Vision Series: Part IV – The Prophet “Sees Need For Intimacy With A Personal, Living God”

The Vision of the Prophet

 “Without Vision The People Perish”

 

One of the major premises of my study of the five fold ministry in the Church is that the five fold is not necessarily offices, but passions, or points of view.  What passion drives a person in his love in and for the Church?  Through what glasses does the believer see things? What is his vision?

Personal relationships were important to the evangelist, pastor/shepherd, and teacher for it was person-to-person ministry.  An individual’s touch and influence on another human being proves to be life changing.  The prophet also strives for that personal touch, not necessarily the human touch, but the intimacy with a personal loving God who has become their real best friend and the earthly living out of that relationship.

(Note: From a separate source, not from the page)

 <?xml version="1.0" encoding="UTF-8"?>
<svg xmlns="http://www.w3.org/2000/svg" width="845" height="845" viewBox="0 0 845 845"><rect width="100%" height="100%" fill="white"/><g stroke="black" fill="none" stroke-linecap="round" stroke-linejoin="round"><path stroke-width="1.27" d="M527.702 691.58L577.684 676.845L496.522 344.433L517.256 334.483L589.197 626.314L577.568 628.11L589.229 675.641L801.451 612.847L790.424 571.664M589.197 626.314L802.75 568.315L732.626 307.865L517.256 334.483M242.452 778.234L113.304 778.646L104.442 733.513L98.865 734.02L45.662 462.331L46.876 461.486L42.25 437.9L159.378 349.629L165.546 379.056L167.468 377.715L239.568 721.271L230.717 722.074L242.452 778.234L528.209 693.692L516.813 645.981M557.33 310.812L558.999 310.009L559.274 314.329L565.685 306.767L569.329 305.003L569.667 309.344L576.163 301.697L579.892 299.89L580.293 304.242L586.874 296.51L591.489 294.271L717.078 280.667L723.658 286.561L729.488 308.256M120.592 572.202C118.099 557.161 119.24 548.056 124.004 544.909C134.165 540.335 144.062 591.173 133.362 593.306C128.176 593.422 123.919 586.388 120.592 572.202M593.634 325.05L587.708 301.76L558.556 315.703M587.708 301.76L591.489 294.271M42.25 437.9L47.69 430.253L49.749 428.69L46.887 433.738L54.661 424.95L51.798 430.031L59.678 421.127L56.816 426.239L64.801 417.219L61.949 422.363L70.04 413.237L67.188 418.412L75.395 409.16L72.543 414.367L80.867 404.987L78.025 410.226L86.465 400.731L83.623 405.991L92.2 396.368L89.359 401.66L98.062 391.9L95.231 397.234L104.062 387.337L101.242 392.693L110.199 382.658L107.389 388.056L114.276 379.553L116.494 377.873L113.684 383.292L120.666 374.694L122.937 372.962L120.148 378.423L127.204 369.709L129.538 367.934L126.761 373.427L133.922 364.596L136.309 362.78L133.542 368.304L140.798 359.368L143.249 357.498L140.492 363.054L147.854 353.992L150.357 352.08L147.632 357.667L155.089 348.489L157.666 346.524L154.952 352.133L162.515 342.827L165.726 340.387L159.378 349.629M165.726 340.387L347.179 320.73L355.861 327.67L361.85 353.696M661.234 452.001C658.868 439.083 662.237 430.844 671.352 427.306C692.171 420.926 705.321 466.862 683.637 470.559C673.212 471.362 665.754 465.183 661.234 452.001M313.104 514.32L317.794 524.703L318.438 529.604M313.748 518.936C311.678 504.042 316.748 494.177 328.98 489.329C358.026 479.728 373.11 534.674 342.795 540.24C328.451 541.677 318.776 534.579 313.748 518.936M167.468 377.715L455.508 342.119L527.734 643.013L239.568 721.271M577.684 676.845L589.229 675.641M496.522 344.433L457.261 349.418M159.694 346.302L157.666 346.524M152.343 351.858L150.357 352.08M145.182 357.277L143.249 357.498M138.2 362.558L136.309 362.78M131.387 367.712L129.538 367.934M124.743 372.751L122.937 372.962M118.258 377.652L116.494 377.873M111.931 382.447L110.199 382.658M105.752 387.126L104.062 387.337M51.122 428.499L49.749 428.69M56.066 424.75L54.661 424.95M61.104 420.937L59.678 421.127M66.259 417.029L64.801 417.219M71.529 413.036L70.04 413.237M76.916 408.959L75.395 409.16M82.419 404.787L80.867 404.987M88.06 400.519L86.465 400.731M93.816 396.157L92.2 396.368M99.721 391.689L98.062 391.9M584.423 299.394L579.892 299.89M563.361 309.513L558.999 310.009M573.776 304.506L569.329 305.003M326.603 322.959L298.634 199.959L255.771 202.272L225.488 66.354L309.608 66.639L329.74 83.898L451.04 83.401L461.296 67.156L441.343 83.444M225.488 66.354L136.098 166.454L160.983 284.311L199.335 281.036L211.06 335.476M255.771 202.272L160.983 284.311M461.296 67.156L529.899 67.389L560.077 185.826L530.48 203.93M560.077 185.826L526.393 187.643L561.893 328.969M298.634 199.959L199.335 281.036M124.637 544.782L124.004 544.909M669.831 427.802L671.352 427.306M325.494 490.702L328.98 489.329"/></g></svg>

It is God’s desire to commune with His people, to dwell in their personal lives and hearts since their bodies are the temple of the Holy Spirit, and to be in the midst of the congregation. He developed a relationship with Moses where they became best friends.  The relationship with Jesus, God who became flesh, with his Father in heaven is monumental in the way Jesus saw things, heard things, and did ministry.  He looked to his Father, listened to His Voice, and was obedient to what he saw and heard.  God wants that kind of intimacy with mankind, for He proved it can be done through His Son, Jesus.

Sin broke that intimacy between God and man, but God made a way for reconciliation, a way to right a wrong.  He sent his Son Jesus to die for our sins, and make a wrong right. That is called “righteousness”!

The believer who is driven to develop that intimacy in the body of Christ is the prophet.  The prophet not only wants to “see” God, but “hear” God, and “experience” God in his fullness.  The “fullness” of Jesus Christ in a believer’s life is the ultimate relationship man can have with His God, and the prophet is driven toward that experience.  Moments in personal Bible study, personal prayer, and personal worship drives the prophet to a closer relationship with his/her God.  A prophet would love to just live in the heavenlies.  Unfortunately that can also bring his or her demise, for then one can become no earthly good to God’s extension to the earth, the Church.

Instead of business meetings, board meetings, elder’s meetings, and annual conferences that birth and develop church policy, the five fold prophet longs for a time when the members of the body seek that personal intimate experience to see and hear from God to determine His Will for their own private life and the corporate Body life of the Church.  The only requirement is “obedience” to what has been revealed.  The prophet “sees” the need for the heavenly to bond with the earthly in unity that requires revelation and obedience.

Only in the last half a century has the Church again struggled with the role of the prophet in the body of Christ, but one thing is for certain: The Church needs the “vision”, the point of view, the passion of a prophet for intimacy with its creator, its head, Jesus Christ.

The evangelist “sees the needs” of the lost; the pastor/shepherd “sees the needs” of the newborn; and the teacher “sees the need” to make the written Word, the Bible, a Living Rhema Word in every believer’s daily life; and a prophet “sees the need” to bring spirituality to reality to see, hear, and through obedience “do” the Will of the Father in their own private life and the life of the Church.